I’m not aware of issues with larger mtus, running with jumbo frames is somewhat common with on prem deployments. The mixture of jumbo and standard frame sizes within the same cluster is likely an untested environment configuration.

Regarding migration time, this is much faster with Enterprise versions due to delta migrations.

Thanks. I will first try 4.5.0.24 which is the latest in 4.5.0 series and then 4.9.0.37 latest.

I assume production is broken already, or is this a test cluster?

it becomes unstable frequently (sometimes multiple times a day and sometimes after a few days). because we are getting this issue only in new nodes (1-2) and not in old nodes (remaining 5-6) and we have replicas so it is still in workable condition (thanks to aerospike :slight_smile: ).
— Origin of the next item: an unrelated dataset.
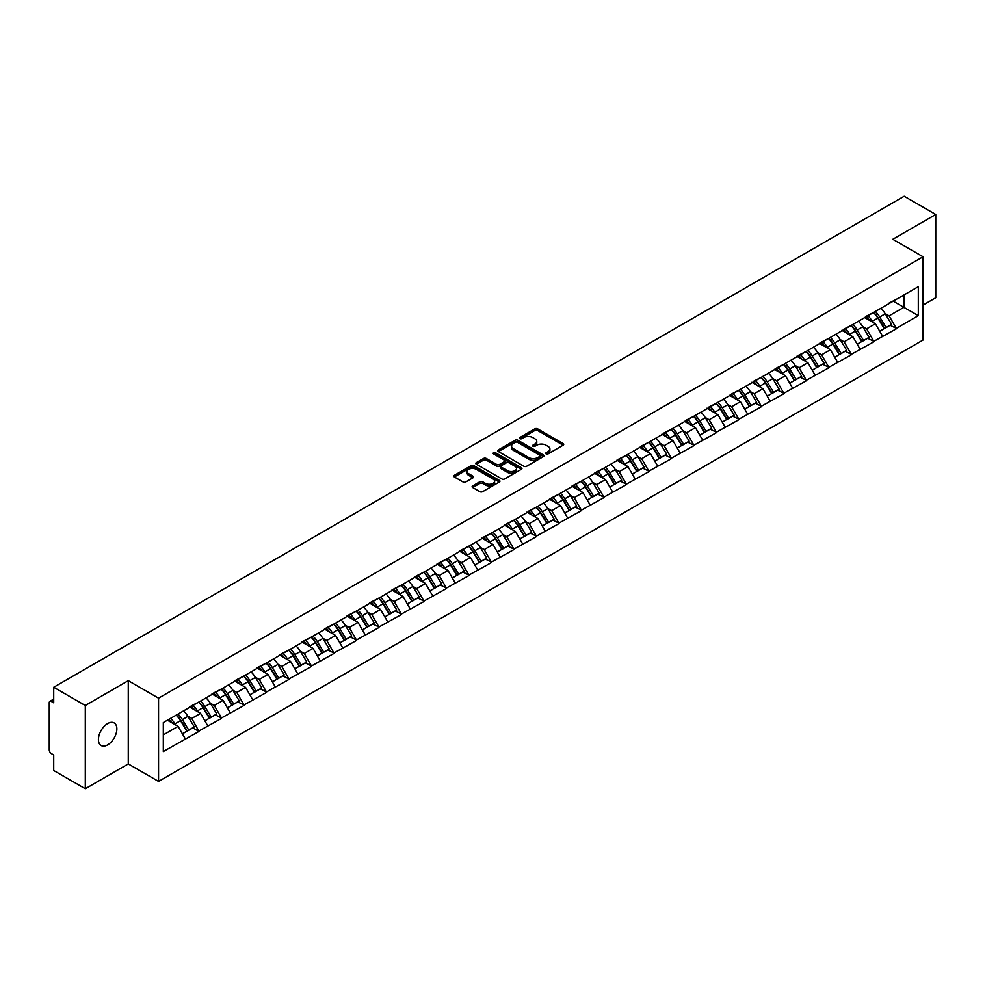 <?xml version="1.0" encoding="UTF-8"?>
<svg xmlns="http://www.w3.org/2000/svg" width="985" height="985" viewBox="0 0 985 985"><rect width="100%" height="100%" fill="white"/><g stroke="black" fill="none" stroke-linecap="round" stroke-linejoin="round"><path stroke-width="1.48" d="M546.109 453.9A1.404 0.813 0 0 0 548.091 453.9L563.125 445.208A2.007 1.157 0 0 0 563.715 444.395A2.007 1.157 0 0 0 563.125 443.582L537.65 428.869A2.007 1.157 0 0 0 534.818 428.869L519.784 437.549A1.404 0.813 0 0 0 521.767 438.694L523.712 437.574A6.402 3.694 0 0 1 532.774 437.574L534.892 438.805A6.402 3.694 0 0 1 536.763 441.415A6.402 3.694 0 0 1 534.892 444.026L532.947 445.158A1.404 0.813 0 0 0 534.929 446.291L536.874 445.171A6.402 3.694 0 0 1 545.936 445.171L548.054 446.402A6.402 3.694 0 0 1 549.925 449.012A6.402 3.694 0 0 1 548.054 451.623L546.109 452.755A1.404 0.813 0 0 0 546.109 453.9L546.109 452.755M107.648 723.556A13.051 7.535 -60 0 1 114.174 722.916A13.051 7.535 -60 0 1 116.168 733.369A13.051 7.535 -60 0 1 107.648 744.869A13.051 7.535 -60 0 1 101.123 745.522A13.051 7.535 -60 0 1 99.128 735.056A13.051 7.535 -60 0 1 107.648 723.556M472.689 485.913A2.007 1.157 0 0 0 472.098 486.725A2.007 1.157 0 0 0 472.689 487.538L479.83 491.663A2.007 1.157 0 0 0 482.662 491.663L499.37 482.022A2.007 1.157 0 0 0 499.949 481.209A2.007 1.157 0 0 0 499.37 480.397L473.896 465.683A2.007 1.157 0 0 0 471.064 465.683L454.356 475.324A2.007 1.157 0 0 0 453.777 476.137A2.007 1.157 0 0 0 454.356 476.962L462.987 481.948A2.007 1.157 0 0 0 465.819 481.948L472.972 477.823A2.007 1.157 0 0 0 473.551 476.999A2.007 1.157 0 0 0 472.972 476.186L468.688 473.711A5.356 3.09 0 0 1 467.124 471.532A5.356 3.09 0 0 1 470.424 468.675A5.356 3.09 0 0 1 476.26 469.34L493.029 479.018A5.356 3.09 0 0 1 494.605 481.209A5.356 3.09 0 0 1 491.293 484.066A5.356 3.09 0 0 1 485.457 483.401L482.662 481.776A2.007 1.157 0 0 0 479.83 481.776L472.689 485.913L472.689 487.538M128.272 680.684L85.301 705.494L53.719 687.259L904.168 196.261L935.75 214.484L892.779 239.293L923.056 256.777L158.548 698.168L128.272 680.684L128.272 763.929L158.548 781.413L158.548 698.168M523.848 466.25A2.007 1.157 0 0 0 526.679 466.25L543.388 456.609A2.007 1.157 0 0 0 543.966 455.796A2.007 1.157 0 0 0 543.388 454.984L517.913 440.27A2.007 1.157 0 0 0 515.081 440.27L498.373 449.911A2.007 1.157 0 0 0 497.794 450.724A2.007 1.157 0 0 0 498.373 451.549L523.848 466.25M494.051 454.196A1.404 0.813 0 0 1 495.48 454.393L495.48 452.731L521.373 467.69A2.007 1.157 0 0 1 521.964 468.503A2.007 1.157 0 0 1 521.373 469.316L504.677 478.956A2.007 1.157 0 0 1 501.845 478.956L476.371 464.255L483.512 460.155L483.512 458.493L476.371 462.618A2.007 1.157 0 0 0 475.78 463.43A2.007 1.157 0 0 0 476.371 464.255L476.371 462.618M483.512 460.155A2.007 1.157 0 0 1 486.344 460.155L486.344 458.493A2.007 1.157 0 0 0 483.512 458.493M486.344 458.493L496.674 464.452A2.007 1.157 0 0 0 499.506 464.452L504.246 461.719A2.007 1.157 0 0 0 504.837 460.906A2.007 1.157 0 0 0 504.246 460.081L493.497 453.876A1.404 0.813 0 0 1 495.48 452.731M158.548 781.413L923.056 340.034L923.056 256.777M176.241 715.098A13.667 7.892 -120 0 1 180.92 720.564L187.285 731.079L192.838 727.866L198.995 731.424L191.779 718.434L187.79 716.132M198.995 731.424L163.313 751.53L163.313 722.559L918.303 286.672L918.303 315.643L896.313 328.337L889.098 315.84L885.109 313.538M873.56 312.504A13.667 7.892 -120 0 1 878.238 317.97L884.604 328.485L890.157 325.272L896.313 328.337M896.313 328.83L873.818 341.315L866.615 328.83L862.614 326.527M851.065 325.481A13.667 7.892 -120 0 1 855.743 330.96L862.109 341.463L867.662 338.261L873.818 341.315M873.818 341.82L851.323 354.304L844.12 341.82L840.119 339.517M828.57 338.471A13.667 7.892 -120 0 1 833.248 343.937L839.614 354.452L845.167 351.251L851.323 354.304M851.323 354.809L828.828 367.294L821.625 354.809L817.624 352.495M806.075 351.46A13.667 7.892 -120 0 1 810.754 356.927L817.119 367.442L822.672 364.241L828.828 367.294M828.828 367.799L806.333 380.284L799.13 367.787L795.129 365.484M783.58 364.45A13.667 7.892 -120 0 1 788.259 369.917L794.624 380.432L800.177 377.218L806.333 380.284M806.333 380.776L783.838 393.261L776.636 380.776L772.634 378.474M761.085 377.44A13.667 7.892 -120 0 1 765.764 382.906L772.129 393.421L777.682 390.208L783.838 393.261M783.838 393.766L761.343 406.251L754.141 393.766L750.139 391.464M738.59 390.417A13.667 7.892 -120 0 1 743.269 395.884L749.634 406.399L755.187 403.197L761.343 406.251M761.343 406.756L738.849 419.241L731.646 406.756L727.644 404.453M716.095 403.407A13.667 7.892 -120 0 1 720.774 408.873L727.139 419.388L732.692 416.187L738.849 419.241M738.849 419.745L716.366 432.23L709.151 419.745L705.162 417.431M693.6 416.396A13.667 7.892 -120 0 1 698.279 421.863L704.644 432.378L710.197 429.177L716.366 432.23M716.366 432.723L693.871 445.22L686.656 432.723L682.667 430.42M671.105 429.386A13.667 7.892 -120 0 1 675.784 434.853L682.149 445.368L687.702 442.154L693.871 445.22M693.871 445.712L671.376 458.197L664.161 445.712L660.172 443.41M648.61 442.363A13.667 7.892 -120 0 1 653.289 447.843L659.667 458.345L665.207 455.144L671.376 458.197M671.376 458.702L648.881 471.187L641.666 458.702L637.677 456.4M626.128 455.353A13.667 7.892 -120 0 1 630.794 460.82L637.172 471.335L642.712 468.134L648.881 471.187M648.881 471.692L626.386 484.177L619.171 471.692L615.182 469.377M603.633 468.343A13.667 7.892 -120 0 1 608.311 473.81L614.677 484.325L620.23 481.123L626.386 484.177M626.386 484.669L603.891 497.166L596.676 484.669L592.687 482.367M581.138 481.333A13.667 7.892 -120 0 1 585.816 486.799L592.182 497.314L597.735 494.101L603.891 497.166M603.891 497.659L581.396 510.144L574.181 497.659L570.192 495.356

Although a lot of operational overhead.

The mixture of jumbo and standard frame sizes within the same cluster is likely an untested environment configuration.

Interesting! I will change the MTU and will observe and will update if it fixes the issue.

It seems the issue was different MTU across different nodes. We updated MTU on all nodes and didn’t see any issue after that.